Поэта Наума Сагаловского «Егупец» представляет не традиционной вступительной заметкой, а двумя цитатами — Евгения Евтушенко и Сергея Довлатова.

Наум Сагаловский сыграл в жизни третьей волны эмиграции примерно ту же роль, что Дон Аминадо – в жизни первой. Он может показаться газетным фельетонистом – каковым, собственно, и бывал неоднократно в газете «Новый американец» у С. Довлатова. Но не зря С. Довлатов, остроумнейший человек, писал в послесловии к первой книжке Сагаловского «Витязь в еврейской шкуре»: «20 лет я проработал редактором. Сагаловский – единственная награда за мои труды. Я его обнаружил». Лирики у него нет, и слава Богу: он умеет смеяться, а этот дар встречается много реже, чем лирический.
Евгений Евтушенко
Из антологии русской поэзии «Строфы века»

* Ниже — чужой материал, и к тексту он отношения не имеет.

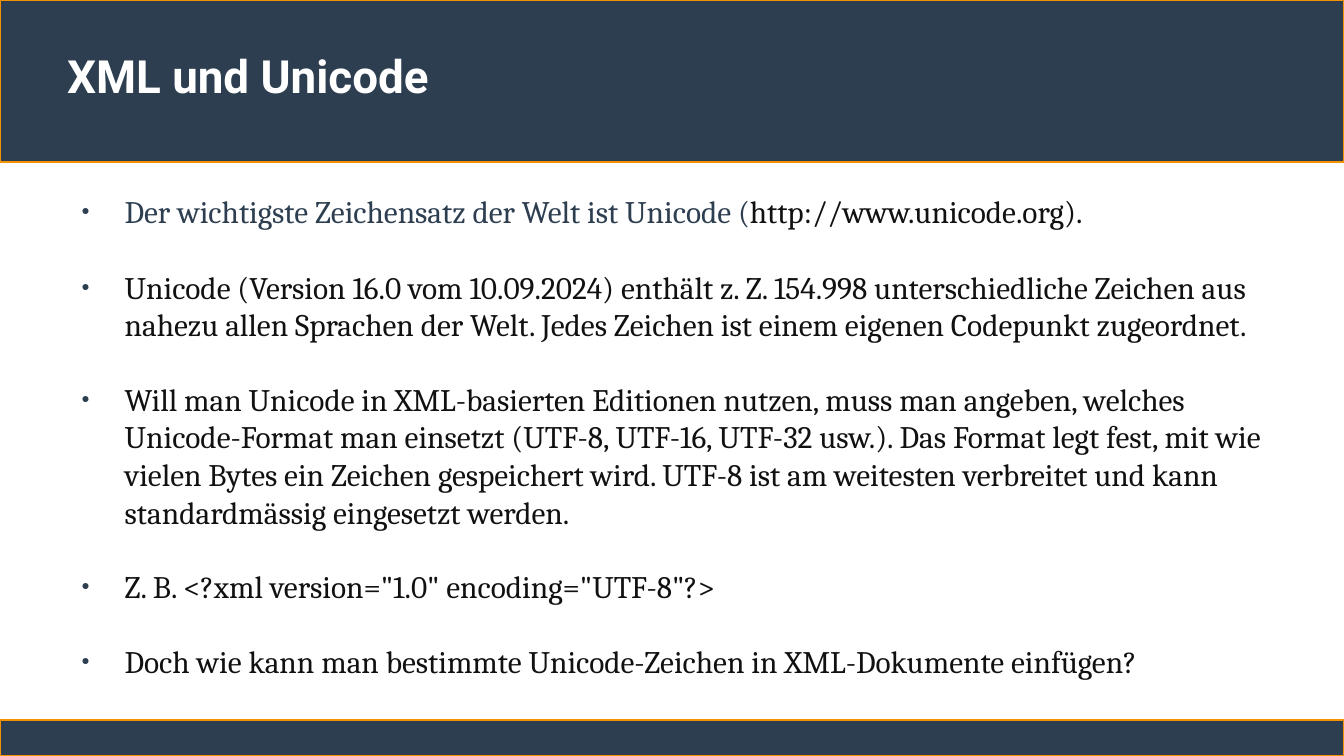
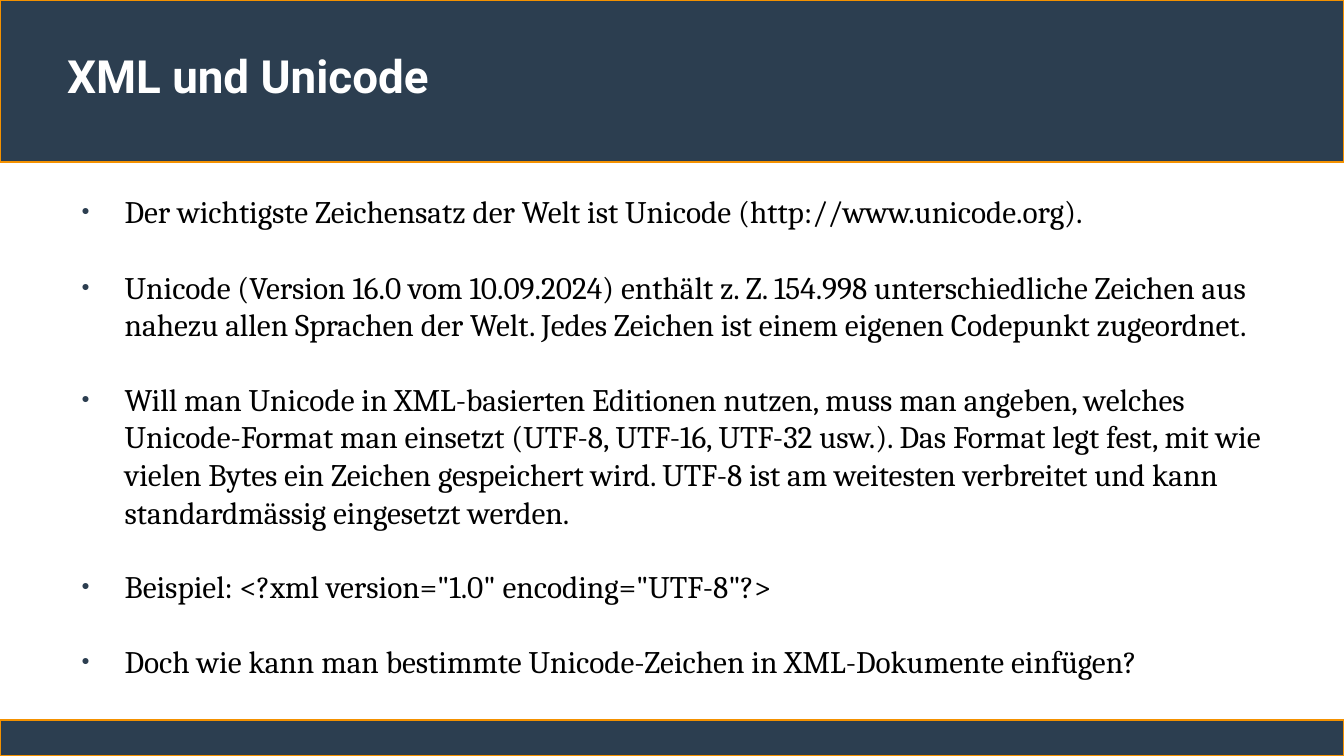
Before and after one commit to ChristianSonderUniSG/xml-kurs, a slide deck: slide 19 of sitzung_2/sitzung_2.odp. Drawn at 1344x756 pixels with LibreOffice and Linux fonts; fonts in the diff are those of the drawing. Boxes give left, top, right and bottom in pixels: in the first picture for what was removed or moved away, otherwise in the second. Text is boxed around its words. In the diff, an @@ line names an element or a change of style, - is before the commit and + after.

```diff
--- a/sitzung_2/sitzung_2.odp
+++ b/sitzung_2/sitzung_2.odp
@@ text at [125,201,1261,680]: text colour #2C3E50 to #000000 in "Der wichtigste Zeichensatz der Welt ist Unicode ..."; text colour #111111 to #000000 in "(http://www.unicode.org).", "Unicode (Version 16.0 vom 10.09.2024) enthält z. ...", "Will man Unicode in XML-basierten Editionen nutzen, ...", "Doch wie kann man bestimmte Unicode-Zeichen in ..." @@
@@ text at [125,576,772,605]: text changed; text colour #111111 to #000000 @@
-● Z. B. <?xml version="1.0" encoding="UTF-8"?>
+● Beispiel: <?xml version="1.0" encoding="UTF-8"?>
```
Also in this commit, not shown: 15 other slides changed, 1 other file.

У поэзии Наума Сагаловского есть характерная особенность. Ею восхищается либо крайне интеллигентная публика, либо – совершенно неинтеллигентная.
Так называемый мидл-класс поэзию Сагаловского – отрицает. И вот почему.
Писатель нередко выступает от имени своих героев. Это – распространённый литературный приём. Так писал Зощенко. А из наиболее даровитых современников – Ерофеев.
Сагаловский выступает от имени практичного, напористого, цепкого, упитанного – еврейско-эмигрантского мидл-класса.
Мидл-класс узнаёт себя и начинает сердиться. Тогда Сагаловского называют циником, штукарём, безответственным критиканом и даже – антисемитом.
Это – глупо.
Умение шутить, даже зло, издевательски шутить в собственный адрес – прекраснейшая, благороднейшая черта неистребимого еврейства.
Спрашивается, кто придумал все еврейские анекдоты? Вот именно…
Сагаловский это знает.
Еврей возвращает российской словесности забытые преференции – лёгкость, изящество, тотальный юмор. Таким же способом – представьте – написан «Домик в Коломне». И тем более – «Граф Нулин»…

Сергей Довлатов
Из послесловия к книжке Н.Сагаловского
«Витязь в еврейской шкуре»

РЕКВИЕМ

К сведенью всех джентльменов и дам:
вечная память ушедшим годам!

Вечная память голодному детству,
свисту шрапнели, разрыву снаряда,
шопоту, крику, ночному злодейству,
залпу салюта и маршу парада,
красному галстуку, двойкам, пятеркам,
счету разгромному в матче футбольном,
старым штанам, на коленях протертым,
девочке в белом переднике школьном.

Милое детство, Кассиль и Гайдар!..
Вечная память ушедшим годам.

Вечная память сонатам и фугам,
нежности Музы, проделкам Пегаса,
вечная память друзьям и подругам,
всем, не дожившим до этого часа,
отчему дому, дубам и рябинам,
полю, что пахнет полынью и мятой,
вечная память котлам и турбинам
вместе с дипломом и первой зарплатой!

Мало ли била нас жизнь по мордам?..
Вечная память ушедшим годам.
Детскому плачу, газетной химере,
власти народной, что всем ненавистна,
крымскому солнцу, одесской холере –
вечная память и ныне, и присно!
Вечная память бетонным квартирам,
песням в лесу, шестиструнным гитарам,
визам, кораллам, таможням, овирам,
венскому вальсу и римским базарам!

Свет мой зеленый, дорогу – жидам!
Вечная память ушедшим годам.

Устью Десны, закарпатской долине,
Рижскому взморью, Петровской аллее,
телу вождя, что живет и поныне –
вечная память ему в мавзолее,
вечная память парткому, месткому,
очередям в магазине «Объедки»,
встречному плану, гудку заводскому,
третьему году восьмой пятилетки –

я вам за них и копейки не дам!..
Вечная память ушедшим годам.

Годы мои, как часы, отстучали,
я их тасую, как карты в колоде –
будни и праздники, сны и печали,
звуки еще не забытых мелодий
Фрадкина, Френкеля, Фельцмана, Каца,
я никогда их забыть не сумею…
Боже, куда мне прикажешь податься
с вечною памятью этой моею?..

Сяду за стол, и налью, и поддам…
Вечная память ушедшим годам.

 

ПУШКИН

Александр Сергеевич – он непростой человек,
у него под окном специально приставленный пристав.
В Петербурге зима. Мостовые укутаны в снег.
Девятнадцатый век. Угоняют в Сибирь декабристов.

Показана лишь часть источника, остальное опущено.